I wrote this piece for The Objective Standard this week, but they would not publish it, so I thought I’d share it with you here:
Robert Hayden didn’t like being called a black poet. It placed him, he said, “in a kind of literary ghetto where the standards applied to other writers are not likely to be applied.” He preferred to be thought of simply as an American poet.
He certainly was that. Indeed, few authors have produced more insightful and lovingly crafted poetry about American history and culture than he. Hayden—who served as poet laureate in the bicentennial year of 1976—belongs on every July 4 reading list.
Born in a Detroit slum in 1913, he discovered poetry as a child. A social worker who saw him reading Countee Cullen’s anthology Color while standing in a welfare line took it upon herself to get him a scholarship to Detroit City College, where he met important writers of the Harlem Renaissance. Later, studying at the University of Michigan, he met W. H. Auden, who become his most important literary influence.
Auden wrote highly intellectual poetry that emphasized precision and insight more than emotional confession. More importantly, he shunned the ideological obsessions of many of his contemporaries. While many mid-20th-century poets viewed themselves as spokesmen for political causes, especially Marxism, Auden thought they should aim at broader themes, and although he wrote political poetry, he never wrote propaganda. Hayden, too, came to shun narrow, political poetry, which he saw as having “negligible literary value . . . because it [is] more rhetorical and programmatic than imaginative.”

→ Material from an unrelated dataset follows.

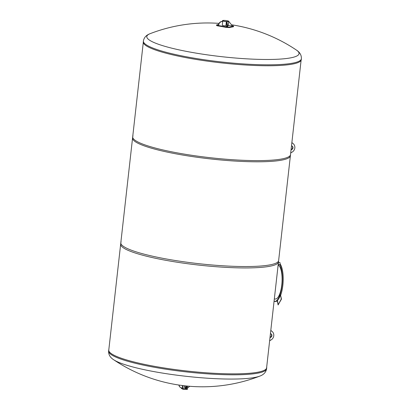 <?xml version="1.0" encoding="UTF-8"?>
<svg xmlns="http://www.w3.org/2000/svg" width="410" height="410" viewBox="0 0 410 410"><rect width="100%" height="100%" fill="white"/><g stroke="black" fill="none" stroke-linecap="round" stroke-linejoin="round"><path stroke-width="0.61" d="M228.257 25.528L231.742 25.932L231.824 25.184L229.103 21.791L228.683 21.766M229.103 21.791L228.693 21.679M226.31 22.094L225.889 25.85L227.094 26.747L226.31 22.094L227.002 22.222L227.693 26.03L227.606 26.778L227.094 26.747M227.176 25.999L227.693 26.03M226.484 22.191L227.002 22.222M231.778 25.599A159.536 142.716 78.4 0 1 232.121 25.671C233.526 25.999 233.941 26.235 233.362 26.368A159.536 67.035 100.5 0 0 229.533 27.152L225.9 26.942A159.536 142.716 -101.6 0 0 218.099 25.502C216.69 25.251 216.275 25.02 216.859 24.805A159.536 67.035 -79.5 0 1 218.617 24.39M216.813 25.235C216.224 25.451 216.639 25.681 218.053 25.932A159.095 142.326 78.4 0 1 225.854 27.373L229.487 27.583A159.095 66.85 -79.5 0 1 233.316 26.799L233.638 26.245L233.316 26.799M216.531 25.405L216.859 24.805M218.494 25.159A3.828 3.557 -60.7 0 1 222.533 21.397L222.707 21.494A3.828 3.557 119.3 0 0 218.673 25.261M222.287 25.256L222.707 21.494M222.538 20.679A3.121 0.477 6.4 0 0 222.512 20.731A3.121 0.477 6.4 0 0 222.63 20.879A3.121 0.477 6.4 0 0 226.012 21.597A3.121 0.477 6.4 0 0 228.718 21.428A3.121 0.477 6.4 0 0 228.703 21.371M222.287 25.251A3.121 0.477 6.4 0 0 225.992 25.927M227.673 25.927A3.121 0.477 6.4 0 0 228.237 25.722L228.729 21.32A3.121 0.477 6.4 0 0 225.679 20.5A3.121 0.477 6.4 0 0 222.527 20.623A3.121 0.477 6.4 0 0 222.691 20.807A3.121 0.477 6.4 0 0 226.11 21.499A3.121 0.477 6.4 0 0 228.729 21.32M222.44 21.392L222.512 20.731A3.121 0.477 6.4 0 0 222.681 20.915A3.121 0.477 6.4 0 0 226.1 21.607A3.121 0.477 6.4 0 0 228.718 21.428M187.278 388.347L189.702 386.281M187.083 386.051L185.668 388.695L185.151 388.67L186.57 386M187.083 386.066L186.565 386.041M185.279 385.866L185.151 388.67M180.682 387.588A3.828 3.557 -60.7 0 1 180.595 387.542A3.828 3.557 -60.7 0 1 178.888 385.041M179.052 385.062A3.828 3.557 119.3 0 0 180.769 387.64A3.828 3.557 119.3 0 0 182.219 388.06L182.501 385.538M181.645 388.188L183.89 389.049L187.191 389.121L187.534 386.092M187.375 389.382L182.87 389.233L183.116 389.003L181.589 388.121M183.116 389.003L187.411 389.218M266.679 367.16A79.494 12.1 -173.6 0 1 266.715 367.796A79.494 12.1 -173.6 0 1 213.261 373.259A79.494 12.1 -173.6 0 1 108.722 350.078A79.494 12.1 -173.6 0 1 108.829 349.638M266.613 368.739C265.972 372.265 263.691 374.725 259.771 376.124L259.771 376.124A76.598 11.659 -173.6 0 1 185.776 376.262A76.598 11.659 -173.6 0 1 113.652 359.734L113.652 359.734C110.136 357.505 108.46 354.599 108.619 351.016A79.494 12.1 -173.6 0 0 213.159 374.197A79.494 12.1 -173.6 0 0 266.613 368.739L266.715 367.796M143.285 41.958A79.494 12.1 6.4 0 0 220.934 62.848A79.494 12.1 6.4 0 0 301.278 59.681L301.381 58.743A79.494 12.1 6.4 0 1 221.036 61.91A79.494 12.1 6.4 0 1 143.387 41.02L143.285 41.958M219.032 23.38A159.254 159.254 0 0 0 150.229 33.635L150.229 33.635A76.598 11.659 6.4 0 0 221.625 56.672A76.598 11.659 6.4 0 0 296.348 50.025A76.598 11.659 6.4 0 0 296.343 50.02C299.864 52.254 301.54 55.16 301.381 58.743M120.817 242.761L108.778 350.084A79.438 12.095 6.4 0 0 184.925 370.789A79.438 12.095 6.4 0 0 266.556 368.226L278.595 260.909A79.438 12.095 -173.6 0 1 196.964 263.471A79.438 12.095 -173.6 0 1 120.817 242.761A79.438 12.095 -173.6 0 1 121.135 241.895M132.696 136.837L120.658 244.155A79.438 12.095 6.4 0 0 196.805 264.865A79.438 12.095 6.4 0 0 278.441 262.303L290.48 154.98A79.438 12.095 -173.6 0 1 208.844 157.548A79.438 12.095 -173.6 0 1 132.696 136.837A79.438 12.095 -173.6 0 1 133.014 135.971M278.195 264.952A17.21 5.771 93.3 0 1 281.926 283.612A17.21 5.771 93.3 0 1 275.284 299.018L274.326 298.962M274.1 301.007A19.67 6.596 -86.7 0 0 274.997 301.427M279.763 264.614A19.67 6.596 93.3 0 1 281.824 286.892A19.67 6.596 93.3 0 1 274.582 301.442L275.402 301.488A19.67 6.596 -86.7 0 0 277.38 300.735M280.737 295.077A19.67 6.596 -86.7 0 0 280.066 263.84M274.582 301.442A19.67 6.596 93.3 0 1 274.059 301.35M278.093 304.973L281.465 299.095L280.527 295.041L281.26 299.085L278.093 304.973L277.36 300.93L277.652 300.171L277.36 300.93M277.565 300.94L278.246 304.686M280.45 295A19.67 6.596 93.3 0 1 277.652 300.171M278.523 261.58A79.438 12.095 -173.6 0 1 278.523 262.026A79.438 12.095 -173.6 0 1 278.421 262.462L277.821 267.827A79.438 12.095 6.4 0 0 277.924 267.392L278.523 262.026M278.482 262.42L279.789 262.492A1.081 0.364 93.2 0 1 280.071 263.763A1.081 0.364 93.2 0 1 279.666 264.645L278.241 264.568M143.29 42.414L132.563 138.016A79.438 12.095 6.4 0 0 208.71 158.726A79.438 12.095 6.4 0 0 290.347 156.164L301.099 60.296M270.031 337.256A1.968 1.83 119.3 0 0 270.841 333.771M270.436 333.658A1.968 1.83 -60.7 0 1 270.005 337.507M269.642 340.761L271.082 339.921A5.192 4.823 119.3 0 0 272.04 331.398L270.8 330.404M291.1 149.45A1.968 1.83 119.3 0 0 291.91 145.96M291.505 145.847A1.968 1.83 -60.7 0 1 291.069 149.696M290.705 152.95L292.151 152.11A5.192 4.823 119.3 0 0 293.104 143.592L291.869 142.593M229.487 27.583L229.533 27.152M225.854 27.373L225.9 26.942M218.053 25.932L218.099 25.502M181.666 387.983L181.63 388.301M182.87 385.584L182.511 388.793M184.259 385.748L183.89 389.049M186.74 386.707L186.458 389.192M183.055 389.264L187.396 389.372L182.757 389.09L181.369 388.152M182.778 389.182L181.415 388.429L182.773 388.941M187.16 389.5L187.226 389.239M181.604 387.968L181.574 388.239M108.722 350.078L108.619 351.016M113.652 359.734A159.254 159.254 0 0 0 259.776 376.124M150.229 33.635C146.309 35.029 144.028 37.494 143.387 41.02M296.374 50.04A159.254 159.254 0 0 0 231.496 24.774"/></g></svg>

It cost Hayden much to take that position; black radicals of the 1960s labeled him an “Uncle Tom” for refusing to devote his writing exclusively to racial protest. Yet Hayden did write about race, and did so indignantly, understandingly, movingly, and even magnanimously. In “Middle Passage,” for instance, he articulates the experience of slaves chained in the bellies of dark ships. In “On Lookout Mountain,” he reflects on the eerie sense of history he feels at a picnic spot that was once a bloody Civil War battlefield:
A world away, yet nearer than our hope
or our belief, the scions of that fighting climb endless hills of war. . . .
Have done, have done.
And he wrote elegies for Malcom X, John Brown, and Frederick Douglass—this last being one of his finest works. In it, Hayden celebrates the legacy of liberty that the abolitionist strove to realize: “this man / shall be remembered . . . / with the lives grown out of his life, the lives / fleshing his dream of the beautiful, needful thing.”
Hayden also did write protest poetry, but instead of the off-putting confessional style in vogue in the Vietnam era, he focused primarily on producing good art. Among the “dubious assumptions” held by mid-20th-century writers, said Hayden, was “that the ability to ‘express oneself’ is more important than craftsmanship.” Writers of this persuasion were “hailed in some quarters as the ‘voices of revolution.’ But the truly revolutionary poets are those who are committed to some integrative vision of art and life.”
Hayden’s integrative vision was rooted both in love for America and an objectivity about its history and culture. In “Witch Doctor,” for example, he’s skeptical about the inner-city preacher resplendent in what we would today call “bling,” who lectures worshippers with “wildering vocables / hypnotic no-words planned (and never failing) / to enmesh his flock,” and who secretly considers himself God. On the other hand, he could celebrate even the meagre joys of his impoverished childhood, as in “‘Summertime and the Living,’” or in his most famous and most moving poem, “Those Winter Sundays.”
Exceptionally disciplined, Hayden obsessed over the sound and weight of his words—one reason his complete poems comprise fewer than two hundred pages—and strove to express meaningful and timeless truths. Calling himself a “romantic realist,” he insisted that “art is not escape, but a way of finding order in chaos,” and the order he found in American life lay in its striving—often violently or reluctantly—to realize the principles of the Declaration of Independence.
This becomes clear in “[American Journal],” published not long before his 1980 death, which imagines a space alien reporting back to the “Counselors” on his home planet about the Americans he’s secretly observed. The Counselors think Americans “a decadent people,” but “i / do not find them decadent.” There is “some thing essence / quiddity” about them that makes them special:
we are an ancient race and have outgrown illusions cherished here item their vaunted
liberty no body pushes me around i have heard
Them say land of the free they sing
Though the alien is too cynical to “exist among [Americans] for long,” he finds himself drawn to “their variousness their ingenuity / their elan vital.” America, he concludes, is “as much a problem in metaphysics as / it is a nation.” In poetry delicately and eloquently worded, Robert Hayden expressed the solution to that problem, by giving voice to the enduring spirit of independence at the heart of the American Dream.